In [11]: artistFriends[2].topFriends
Out[11]: 
[u'11187934',
 u'2123795',
 u'2177245',
 u'706581',
 u'20492111',
 u'66601290',
 u'5017015',
 u'207669100',
 u'52365642',
 u'2186134',
 u'3378431',
 u'55609497',
 u'30244',
 u'26629700',
 u'80613962',
 u'74772580',
 u'28841051',
 u'317327']

In [12]: geinArtistFriends = artistFriends[2].findArtistTopFriends()

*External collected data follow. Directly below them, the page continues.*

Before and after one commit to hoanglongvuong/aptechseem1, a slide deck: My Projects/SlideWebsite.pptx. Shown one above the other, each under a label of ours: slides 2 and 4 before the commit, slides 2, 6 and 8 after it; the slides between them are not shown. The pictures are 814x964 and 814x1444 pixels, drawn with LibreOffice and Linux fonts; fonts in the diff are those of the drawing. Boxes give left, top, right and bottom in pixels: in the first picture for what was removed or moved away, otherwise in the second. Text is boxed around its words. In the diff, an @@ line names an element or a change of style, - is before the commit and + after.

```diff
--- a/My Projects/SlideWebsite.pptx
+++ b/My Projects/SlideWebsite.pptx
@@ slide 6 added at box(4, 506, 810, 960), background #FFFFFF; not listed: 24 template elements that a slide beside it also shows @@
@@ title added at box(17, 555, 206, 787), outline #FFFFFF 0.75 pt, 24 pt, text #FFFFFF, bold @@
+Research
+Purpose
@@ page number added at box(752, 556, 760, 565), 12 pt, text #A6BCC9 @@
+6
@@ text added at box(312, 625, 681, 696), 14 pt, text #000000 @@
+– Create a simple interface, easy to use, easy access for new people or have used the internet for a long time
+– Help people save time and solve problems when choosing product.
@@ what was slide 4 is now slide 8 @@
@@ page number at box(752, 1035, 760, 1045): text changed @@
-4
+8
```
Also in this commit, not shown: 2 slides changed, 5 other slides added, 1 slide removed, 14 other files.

In [13]: geinArtistFriends
Out[13]: 
[mpsUser.mpsUser instance at 0x1d83a30,
 mpsUser.mpsUser instance at 0x1d95710,
 mpsUser.mpsUser instance at 0x1d99198,
 mpsUser.mpsUser instance at 0x1d95be8,
 mpsUser.mpsUser instance at 0x1d956c0,
 mpsUser.mpsUser instance at 0x1e6fa80,
 mpsUser.mpsUser instance at 0x1e81b98,
 mpsUser.mpsUser instance at 0x1da7080,
 mpsUser.mpsUser instance at 0x1e81b70,
 mpsUser.mpsUser instance at 0x1f2dee0]

In [14]: for friend in geinArtistFriends:
   ....:     print friend.artist
   ....:    
EVOL
GUERILLA®
THE GUN
Habit Recordings
Mumblz / Delusional
Tech Itch
Lost Soul Recordings
None
Donny
NECRO THE SEXORCIST SPECIAL EDITION CD/DVD SOON!!!

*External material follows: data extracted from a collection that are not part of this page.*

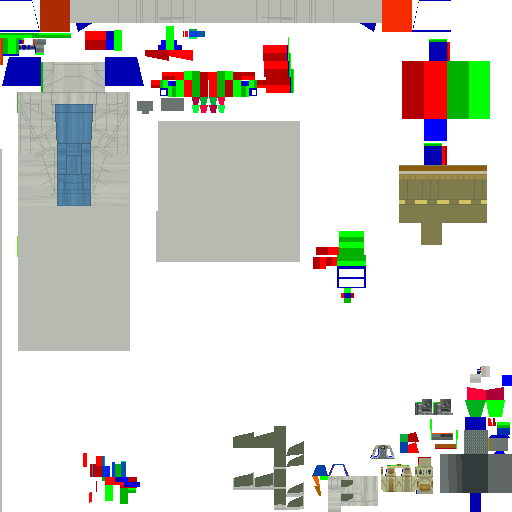
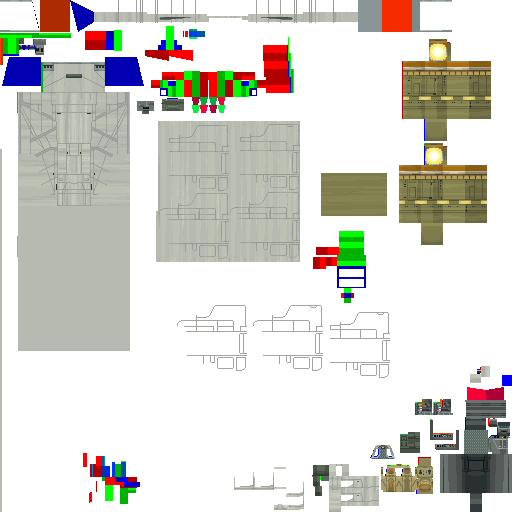
Layers edited between the first and the second w=512, h=512 image:
hid "test lines" over [20, 0, 487, 206]
hid "colourtest", painted on it over [55, 104, 93, 206]
added layer "emissive" above "displays" over [419, 44, 503, 447]
added layer "overlay detail" above "canopy" over [43, 17, 489, 496]
painted on "canopy" over [233, 464, 379, 512]
added layer "outlines" above "texture" over [20, 62, 300, 259]
painted on "texture" over [0, 0, 512, 512]
hid "glass dark", opacity 74% → 100% over [0, 0, 512, 512]

and so on and so forth.  Once you've initialized the songs for an artist you can use the mpsSong class structure to find things out about the songs as well:

In [15]: gearmonkey.songs
Out[16]: 
[mpsUser.mpsSong instance at 0x1a155d0,
 mpsUser.mpsSong instance at 0x1a2ff08,
 mpsUser.mpsSong instance at 0x1a338f0,
 mpsUser.mpsSong instance at 0x1a338c8]

In [17]: for song in gearmonkey.songs:
   ....:     print song.title + " by " + song.parent.artist + " has been played " + song.playcount + " times." 
   ....:    
Cheeky by G_M_O has been played 117 times.
TrainTune by G_M_O has been played 168 times.
Give Way by G_M_O has been played 88 times.
En La Selva Mvt II GMO vip by G_M_O has been played 9 times.

In [18]: 


There are also some simple hooks to call fftExtract on the songs of an artist but I'll save those bits for another post.   One quick note, I don't believe we've fixed the bug that prevents song downloads in the US (and maybe Canada), but the url requests have been changed slightly so if anyone tries it over there let me know.  All the scraping should be fine in the States and everything should work everywhere else.  Also, you need the mutagen ID3 tag library installed prior to using this.  

If any readers do give this a try let me know if you have any thoughts (especially interface related) down below.